#### Task directions:
Quote the records in full and leave their pictures out.

#### Data entries:
Content starts

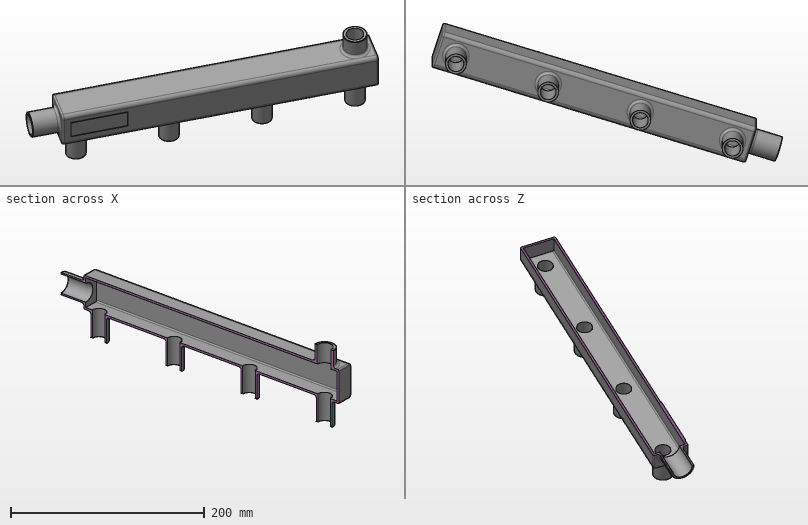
import cadquery as cq
import math

tube_side = 40.0
overall_length = 370.0
nozzle_length = 30.0
tube_length = overall_length - nozzle_length
tube_corner_radius = 4.5
tube_wall = 3.0
end_rounding = 2.0

flare_radius = 3.0
outer_rim_chamfer = 0.55
front_nozzle_diameter = 26.5
front_bore_diameter = 22.0
top_nozzle_diameter = 25.0
top_nozzle_length = 20.0
top_bore_diameter = 18.0
bottom_nozzle_diameter = 21.5
bottom_bore_diameter = 16.3
bottom_nozzle_count = 4
end_nozzle_inset = 20.0
bottom_nozzle_pitch = (tube_length - 2 * end_nozzle_inset) / (bottom_nozzle_count - 1)

plate_thickness = 0.7
plate_length = 61.0
plate_height = 19.0
plate_front_inset = 9.0
plate_center_z = 1.0

half_side = tube_side / 2
front_y = -tube_length / 2
rear_y = tube_length / 2
rear_nozzle_y = rear_y - end_nozzle_inset

UP = cq.Vector(0, 0, 1)
DOWN = cq.Vector(0, 0, -1)
FRONT = cq.Vector(0, -1, 0)
ACROSS = cq.Vector(1, 0, 0)


def make_tube():
    """Closed square tube, hollow inside, with rounded end edges."""
    outside = (
        cq.Workplane("XY")
        .box(tube_side, tube_length, tube_side)
        .edges("|Y")
        .fillet(tube_corner_radius)
        .faces("<Y or >Y")
        .edges()
        .fillet(end_rounding)
    )
    cavity_side = tube_side - 2 * tube_wall
    cavity = (
        cq.Workplane("XY")
        .box(cavity_side, tube_length - 2 * tube_wall, cavity_side)
        .edges("|Y")
        .fillet(tube_corner_radius - tube_wall)
    )
    return outside.cut(cavity)


def make_nozzle(base, direction, diameter, length, rim_chamfer=0):
    """Solid nozzle on the tube face at base, flared at its root and rooted inside the wall."""
    radius = diameter / 2
    flare_outer = radius + flare_radius
    root = -tube_wall / 2
    arc_reach = flare_radius * (1 - math.sqrt(0.5))
    plane = cq.Plane(origin=base, xDir=ACROSS, normal=ACROSS.cross(direction))
    profile = (
        cq.Workplane(plane)
        .moveTo(0, root)
        .lineTo(flare_outer, root)
        .lineTo(flare_outer, 0)
        .threePointArc((radius + arc_reach, arc_reach), (radius, flare_radius))
        .lineTo(radius, length - rim_chamfer)
    )
    if rim_chamfer:
        profile = profile.lineTo(radius - rim_chamfer, length)
    return profile.lineTo(0, length).close().revolve(360, (0, 0), (0, 1))


def make_bore(base, direction, diameter, length):
    """Round cutter from inside the cavity, through the tube wall, to the nozzle rim."""
    depth_inside = 2 * tube_wall
    plane = cq.Plane(origin=base - direction * depth_inside, xDir=ACROSS, normal=direction)
    return cq.Workplane(plane).circle(diameter / 2).extrude(length + depth_inside)


def make_plate():
    """Thin raised plate on the +X side, sunk into the wall so that it fuses with it."""
    depth = plate_thickness + tube_wall / 2
    return cq.Workplane("XY").box(depth, plate_length, plate_height).translate(
        (
            half_side + plate_thickness - depth / 2,
            front_y + plate_front_inset + plate_length / 2,
            plate_center_z,
        )
    )


front_base = cq.Vector(0, front_y, 0)
top_base = cq.Vector(0, rear_nozzle_y, half_side)
bottom_bases = [
    cq.Vector(0, rear_nozzle_y - i * bottom_nozzle_pitch, -half_side) for i in range(bottom_nozzle_count)
]

result = make_tube().union(make_plate())
result = result.union(
    make_nozzle(front_base, FRONT, front_nozzle_diameter, nozzle_length, outer_rim_chamfer)
)
result = result.union(make_nozzle(top_base, UP, top_nozzle_diameter, top_nozzle_length, outer_rim_chamfer))
for base in bottom_bases:
    result = result.union(make_nozzle(base, DOWN, bottom_nozzle_diameter, nozzle_length))

result = result.cut(make_bore(front_base, FRONT, front_bore_diameter, nozzle_length))
result = result.cut(make_bore(top_base, UP, top_bore_diameter, top_nozzle_length))
for base in bottom_bases:
    result = result.cut(make_bore(base, DOWN, bottom_bore_diameter, nozzle_length))
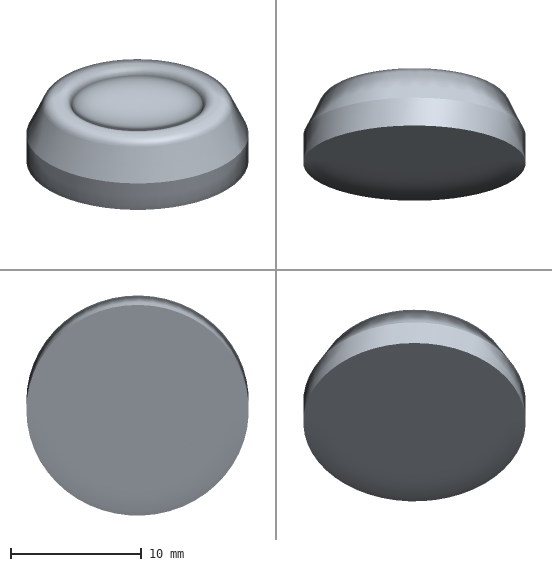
import cadquery as cq
import math

base_radius = 8.5
height = 5.35
base_height = 2.26

rim_outer_radius = 6.38
rim_inner_radius = 5.97
shoulder_radius = 1.0
outer_slope = math.radians(26)
inner_slope = math.radians(49)

core_radius = 5.0


def shoulder_point(rim_radius, side, turn):
    """Point on a shoulder arc after it has turned down from the rim; side is 1 outward, -1 inward."""
    radius = rim_radius + side * shoulder_radius * math.sin(turn)
    z = height - shoulder_radius * (1 - math.cos(turn))
    return (radius, z)


outer_turn = math.pi / 2 - outer_slope
mouth_edge = shoulder_point(rim_inner_radius, -1, inner_slope)
floor_height = mouth_edge[1] - (mouth_edge[0] - core_radius) * math.tan(inner_slope)


def make_housing():
    """Turned ring: cylindrical skirt, conical flank, rounded rim and a conical mouth."""
    profile = (
        cq.Workplane("XZ")
        .moveTo(core_radius, 0)
        .lineTo(base_radius, 0)
        .lineTo(base_radius, base_height)
        .lineTo(*shoulder_point(rim_outer_radius, 1, outer_turn))
        .threePointArc(
            shoulder_point(rim_outer_radius, 1, outer_turn / 2),
            (rim_outer_radius, height),
        )
        .lineTo(rim_inner_radius, height)
        .threePointArc(
            shoulder_point(rim_inner_radius, -1, inner_slope / 2),
            mouth_edge,
        )
        .lineTo(core_radius, floor_height)
        .close()
    )
    return profile.revolve(360, (0, 0, 0), (0, 1, 0))


def make_core():
    """Plain round core seated in the bore of the housing."""
    return cq.Workplane("XY").circle(core_radius).extrude(floor_height)


housing = make_housing()
core = make_core()

result = cq.Compound.makeCompound([housing.val(), core.val()])

Content ends

#### Final answer:
import cadquery as cq
import math

tube_side = 40.0
overall_length = 370.0
nozzle_length = 30.0
tube_length = overall_length - nozzle_length
tube_corner_radius = 4.5
tube_wall = 3.0
end_rounding = 2.0

flare_radius = 3.0
outer_rim_chamfer = 0.55
front_nozzle_diameter = 26.5
front_bore_diameter = 22.0
top_nozzle_diameter = 25.0
top_nozzle_length = 20.0
top_bore_diameter = 18.0
bottom_nozzle_diameter = 21.5
bottom_bore_diameter = 16.3
bottom_nozzle_count = 4
end_nozzle_inset = 20.0
bottom_nozzle_pitch = (tube_length - 2 * end_nozzle_inset) / (bottom_nozzle_count - 1)

plate_thickness = 0.7
plate_length = 61.0
plate_height = 19.0
plate_front_inset = 9.0
plate_center_z = 1.0

half_side = tube_side / 2
front_y = -tube_length / 2
rear_y = tube_length / 2
rear_nozzle_y = rear_y - end_nozzle_inset

UP = cq.Vector(0, 0, 1)
DOWN = cq.Vector(0, 0, -1)
FRONT = cq.Vector(0, -1, 0)
ACROSS = cq.Vector(1, 0, 0)


def make_tube():
    """Closed square tube, hollow inside, with rounded end edges."""
    outside = (
        cq.Workplane("XY")
        .box(tube_side, tube_length, tube_side)
        .edges("|Y")
        .fillet(tube_corner_radius)
        .faces("<Y or >Y")
        .edges()
        .fillet(end_rounding)
    )
    cavity_side = tube_side - 2 * tube_wall
    cavity = (
        cq.Workplane("XY")
        .box(cavity_side, tube_length - 2 * tube_wall, cavity_side)
        .edges("|Y")
        .fillet(tube_corner_radius - tube_wall)
    )
    return outside.cut(cavity)


def make_nozzle(base, direction, diameter, length, rim_chamfer=0):
    """Solid nozzle on the tube face at base, flared at its root and rooted inside the wall."""
    radius = diameter / 2
    flare_outer = radius + flare_radius
    root = -tube_wall / 2
    arc_reach = flare_radius * (1 - math.sqrt(0.5))
    plane = cq.Plane(origin=base, xDir=ACROSS, normal=ACROSS.cross(direction))
    profile = (
        cq.Workplane(plane)
        .moveTo(0, root)
        .lineTo(flare_outer, root)
        .lineTo(flare_outer, 0)
        .threePointArc((radius + arc_reach, arc_reach), (radius, flare_radius))
        .lineTo(radius, length - rim_chamfer)
    )
    if rim_chamfer:
        profile = profile.lineTo(radius - rim_chamfer, length)
    return profile.lineTo(0, length).close().revolve(360, (0, 0), (0, 1))


def make_bore(base, direction, diameter, length):
    """Round cutter from inside the cavity, through the tube wall, to the nozzle rim."""
    depth_inside = 2 * tube_wall
    plane = cq.Plane(origin=base - direction * depth_inside, xDir=ACROSS, normal=direction)
    return cq.Workplane(plane).circle(diameter / 2).extrude(length + depth_inside)


def make_plate():
    """Thin raised plate on the +X side, sunk into the wall so that it fuses with it."""
    depth = plate_thickness + tube_wall / 2
    return cq.Workplane("XY").box(depth, plate_length, plate_height).translate(
        (
            half_side + plate_thickness - depth / 2,
            front_y + plate_front_inset + plate_length / 2,
            plate_center_z,
        )
    )


front_base = cq.Vector(0, front_y, 0)
top_base = cq.Vector(0, rear_nozzle_y, half_side)
bottom_bases = [
    cq.Vector(0, rear_nozzle_y - i * bottom_nozzle_pitch, -half_side) for i in range(bottom_nozzle_count)
]

result = make_tube().union(make_plate())
result = result.union(
    make_nozzle(front_base, FRONT, front_nozzle_diameter, nozzle_length, outer_rim_chamfer)
)
result = result.union(make_nozzle(top_base, UP, top_nozzle_diameter, top_nozzle_length, outer_rim_chamfer))
for base in bottom_bases:
    result = result.union(make_nozzle(base, DOWN, bottom_nozzle_diameter, nozzle_length))

result = result.cut(make_bore(front_base, FRONT, front_bore_diameter, nozzle_length))
result = result.cut(make_bore(top_base, UP, top_bore_diameter, top_nozzle_length))
for base in bottom_bases:
    result = result.cut(make_bore(base, DOWN, bottom_bore_diameter, nozzle_length))
import cadquery as cq
import math

base_radius = 8.5
height = 5.35
base_height = 2.26

rim_outer_radius = 6.38
rim_inner_radius = 5.97
shoulder_radius = 1.0
outer_slope = math.radians(26)
inner_slope = math.radians(49)

core_radius = 5.0


def shoulder_point(rim_radius, side, turn):
    """Point on a shoulder arc after it has turned down from the rim; side is 1 outward, -1 inward."""
    radius = rim_radius + side * shoulder_radius * math.sin(turn)
    z = height - shoulder_radius * (1 - math.cos(turn))
    return (radius, z)


outer_turn = math.pi / 2 - outer_slope
mouth_edge = shoulder_point(rim_inner_radius, -1, inner_slope)
floor_height = mouth_edge[1] - (mouth_edge[0] - core_radius) * math.tan(inner_slope)


def make_housing():
    """Turned ring: cylindrical skirt, conical flank, rounded rim and a conical mouth."""
    profile = (
        cq.Workplane("XZ")
        .moveTo(core_radius, 0)
        .lineTo(base_radius, 0)
        .lineTo(base_radius, base_height)
        .lineTo(*shoulder_point(rim_outer_radius, 1, outer_turn))
        .threePointArc(
            shoulder_point(rim_outer_radius, 1, outer_turn / 2),
            (rim_outer_radius, height),
        )
        .lineTo(rim_inner_radius, height)
        .threePointArc(
            shoulder_point(rim_inner_radius, -1, inner_slope / 2),
            mouth_edge,
        )
        .lineTo(core_radius, floor_height)
        .close()
    )
    return profile.revolve(360, (0, 0, 0), (0, 1, 0))


def make_core():
    """Plain round core seated in the bore of the housing."""
    return cq.Workplane("XY").circle(core_radius).extrude(floor_height)


housing = make_housing()
core = make_core()

result = cq.Compound.makeCompound([housing.val(), core.val()])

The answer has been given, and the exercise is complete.